Segment Start: SOURCE RECORDS
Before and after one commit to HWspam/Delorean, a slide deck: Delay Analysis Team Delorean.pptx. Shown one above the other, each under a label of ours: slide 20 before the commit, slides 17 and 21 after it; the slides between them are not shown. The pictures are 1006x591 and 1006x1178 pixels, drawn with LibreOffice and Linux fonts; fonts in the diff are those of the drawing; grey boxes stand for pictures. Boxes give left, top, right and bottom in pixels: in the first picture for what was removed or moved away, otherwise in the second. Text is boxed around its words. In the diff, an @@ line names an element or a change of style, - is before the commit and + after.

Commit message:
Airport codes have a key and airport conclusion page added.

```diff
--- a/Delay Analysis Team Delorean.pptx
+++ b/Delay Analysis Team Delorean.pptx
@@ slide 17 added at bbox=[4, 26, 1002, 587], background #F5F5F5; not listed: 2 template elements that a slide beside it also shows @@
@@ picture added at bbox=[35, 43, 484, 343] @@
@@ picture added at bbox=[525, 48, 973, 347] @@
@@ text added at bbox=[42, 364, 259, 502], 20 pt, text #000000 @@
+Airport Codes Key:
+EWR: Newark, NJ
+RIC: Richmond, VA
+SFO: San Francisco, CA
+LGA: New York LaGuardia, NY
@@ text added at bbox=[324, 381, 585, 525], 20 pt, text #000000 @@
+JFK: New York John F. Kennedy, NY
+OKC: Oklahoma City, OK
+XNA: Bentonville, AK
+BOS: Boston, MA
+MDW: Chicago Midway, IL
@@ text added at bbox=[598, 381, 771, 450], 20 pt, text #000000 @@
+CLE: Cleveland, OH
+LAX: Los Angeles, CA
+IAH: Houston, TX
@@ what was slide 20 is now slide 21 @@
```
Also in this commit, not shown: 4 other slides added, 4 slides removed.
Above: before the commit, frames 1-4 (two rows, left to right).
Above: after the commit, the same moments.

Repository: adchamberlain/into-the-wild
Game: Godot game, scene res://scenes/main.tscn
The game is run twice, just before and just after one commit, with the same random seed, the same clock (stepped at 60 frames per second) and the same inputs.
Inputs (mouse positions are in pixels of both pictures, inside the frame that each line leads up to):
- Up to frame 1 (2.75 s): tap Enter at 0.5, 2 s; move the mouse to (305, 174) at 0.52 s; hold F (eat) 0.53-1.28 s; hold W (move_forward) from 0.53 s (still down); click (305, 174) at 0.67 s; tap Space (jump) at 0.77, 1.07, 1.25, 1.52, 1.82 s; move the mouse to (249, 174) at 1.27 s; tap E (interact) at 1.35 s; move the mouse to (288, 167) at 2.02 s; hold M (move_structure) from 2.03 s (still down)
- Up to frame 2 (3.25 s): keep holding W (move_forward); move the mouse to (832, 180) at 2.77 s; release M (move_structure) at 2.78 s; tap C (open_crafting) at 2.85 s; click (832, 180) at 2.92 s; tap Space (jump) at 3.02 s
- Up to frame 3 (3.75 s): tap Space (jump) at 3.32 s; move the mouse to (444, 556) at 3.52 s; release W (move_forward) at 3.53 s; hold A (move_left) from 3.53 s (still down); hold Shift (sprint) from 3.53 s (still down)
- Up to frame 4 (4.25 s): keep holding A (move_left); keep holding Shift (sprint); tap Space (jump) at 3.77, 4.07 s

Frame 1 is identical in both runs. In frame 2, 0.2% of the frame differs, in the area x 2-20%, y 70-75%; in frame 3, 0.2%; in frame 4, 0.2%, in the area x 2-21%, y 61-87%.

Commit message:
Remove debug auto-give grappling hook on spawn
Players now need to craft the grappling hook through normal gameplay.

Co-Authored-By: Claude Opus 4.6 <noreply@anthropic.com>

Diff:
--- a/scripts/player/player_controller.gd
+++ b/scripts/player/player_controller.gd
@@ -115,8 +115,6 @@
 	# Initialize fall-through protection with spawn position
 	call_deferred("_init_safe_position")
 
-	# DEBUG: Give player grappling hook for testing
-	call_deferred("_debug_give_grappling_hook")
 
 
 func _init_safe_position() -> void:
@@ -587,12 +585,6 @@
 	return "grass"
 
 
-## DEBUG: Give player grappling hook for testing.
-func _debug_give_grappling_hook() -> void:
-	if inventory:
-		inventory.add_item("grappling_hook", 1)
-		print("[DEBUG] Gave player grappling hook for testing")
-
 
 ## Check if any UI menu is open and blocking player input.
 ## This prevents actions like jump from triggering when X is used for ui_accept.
Segment End: SOURCE RECORDS
> **WORK REQUIRED**
The entries must all be transcribed exactly.

> **PROBLEM SOLUTION**
Before and after one commit to HWspam/Delorean, a slide deck: Delay Analysis Team Delorean.pptx. Shown one above the other, each under a label of ours: slide 20 before the commit, slides 17 and 21 after it; the slides between them are not shown. The pictures are 1006x591 and 1006x1178 pixels, drawn with LibreOffice and Linux fonts; fonts in the diff are those of the drawing; grey boxes stand for pictures. Boxes give left, top, right and bottom in pixels: in the first picture for what was removed or moved away, otherwise in the second. Text is boxed around its words. In the diff, an @@ line names an element or a change of style, - is before the commit and + after.

Commit message:
Airport codes have a key and airport conclusion page added.

```diff
--- a/Delay Analysis Team Delorean.pptx
+++ b/Delay Analysis Team Delorean.pptx
@@ slide 17 added at bbox=[4, 26, 1002, 587], background #F5F5F5; not listed: 2 template elements that a slide beside it also shows @@
@@ picture added at bbox=[35, 43, 484, 343] @@
@@ picture added at bbox=[525, 48, 973, 347] @@
@@ text added at bbox=[42, 364, 259, 502], 20 pt, text #000000 @@
+Airport Codes Key:
+EWR: Newark, NJ
+RIC: Richmond, VA
+SFO: San Francisco, CA
+LGA: New York LaGuardia, NY
@@ text added at bbox=[324, 381, 585, 525], 20 pt, text #000000 @@
+JFK: New York John F. Kennedy, NY
+OKC: Oklahoma City, OK
+XNA: Bentonville, AK
+BOS: Boston, MA
+MDW: Chicago Midway, IL
@@ text added at bbox=[598, 381, 771, 450], 20 pt, text #000000 @@
+CLE: Cleveland, OH
+LAX: Los Angeles, CA
+IAH: Houston, TX
@@ what was slide 20 is now slide 21 @@
```
Also in this commit, not shown: 4 other slides added, 4 slides removed.
Above: before the commit, frames 1-4 (two rows, left to right).
Above: after the commit, the same moments.

Repository: adchamberlain/into-the-wild
Game: Godot game, scene res://scenes/main.tscn
The game is run twice, just before and just after one commit, with the same random seed, the same clock (stepped at 60 frames per second) and the same inputs.
Inputs (mouse positions are in pixels of both pictures, inside the frame that each line leads up to):
- Up to frame 1 (2.75 s): tap Enter at 0.5, 2 s; move the mouse to (305, 174) at 0.52 s; hold F (eat) 0.53-1.28 s; hold W (move_forward) from 0.53 s (still down); click (305, 174) at 0.67 s; tap Space (jump) at 0.77, 1.07, 1.25, 1.52, 1.82 s; move the mouse to (249, 174) at 1.27 s; tap E (interact) at 1.35 s; move the mouse to (288, 167) at 2.02 s; hold M (move_structure) from 2.03 s (still down)
- Up to frame 2 (3.25 s): keep holding W (move_forward); move the mouse to (832, 180) at 2.77 s; release M (move_structure) at 2.78 s; tap C (open_crafting) at 2.85 s; click (832, 180) at 2.92 s; tap Space (jump) at 3.02 s
- Up to frame 3 (3.75 s): tap Space (jump) at 3.32 s; move the mouse to (444, 556) at 3.52 s; release W (move_forward) at 3.53 s; hold A (move_left) from 3.53 s (still down); hold Shift (sprint) from 3.53 s (still down)
- Up to frame 4 (4.25 s): keep holding A (move_left); keep holding Shift (sprint); tap Space (jump) at 3.77, 4.07 s

Frame 1 is identical in both runs. In frame 2, 0.2% of the frame differs, in the area x 2-20%, y 70-75%; in frame 3, 0.2%; in frame 4, 0.2%, in the area x 2-21%, y 61-87%.

Commit message:
Remove debug auto-give grappling hook on spawn
Players now need to craft the grappling hook through normal gameplay.

Co-Authored-By: Claude Opus 4.6 <noreply@anthropic.com>

Diff:
--- a/scripts/player/player_controller.gd
+++ b/scripts/player/player_controller.gd
@@ -115,8 +115,6 @@
 	# Initialize fall-through protection with spawn position
 	call_deferred("_init_safe_position")
 
-	# DEBUG: Give player grappling hook for testing
-	call_deferred("_debug_give_grappling_hook")
 
 
 func _init_safe_position() -> void:
@@ -587,12 +585,6 @@
 	return "grass"
 
 
-## DEBUG: Give player grappling hook for testing.
-func _debug_give_grappling_hook() -> void:
-	if inventory:
-		inventory.add_item("grappling_hook", 1)
-		print("[DEBUG] Gave player grappling hook for testing")
-
 
 ## Check if any UI menu is open and blocking player input.
 ## This prevents actions like jump from triggering when X is used for ui_accept.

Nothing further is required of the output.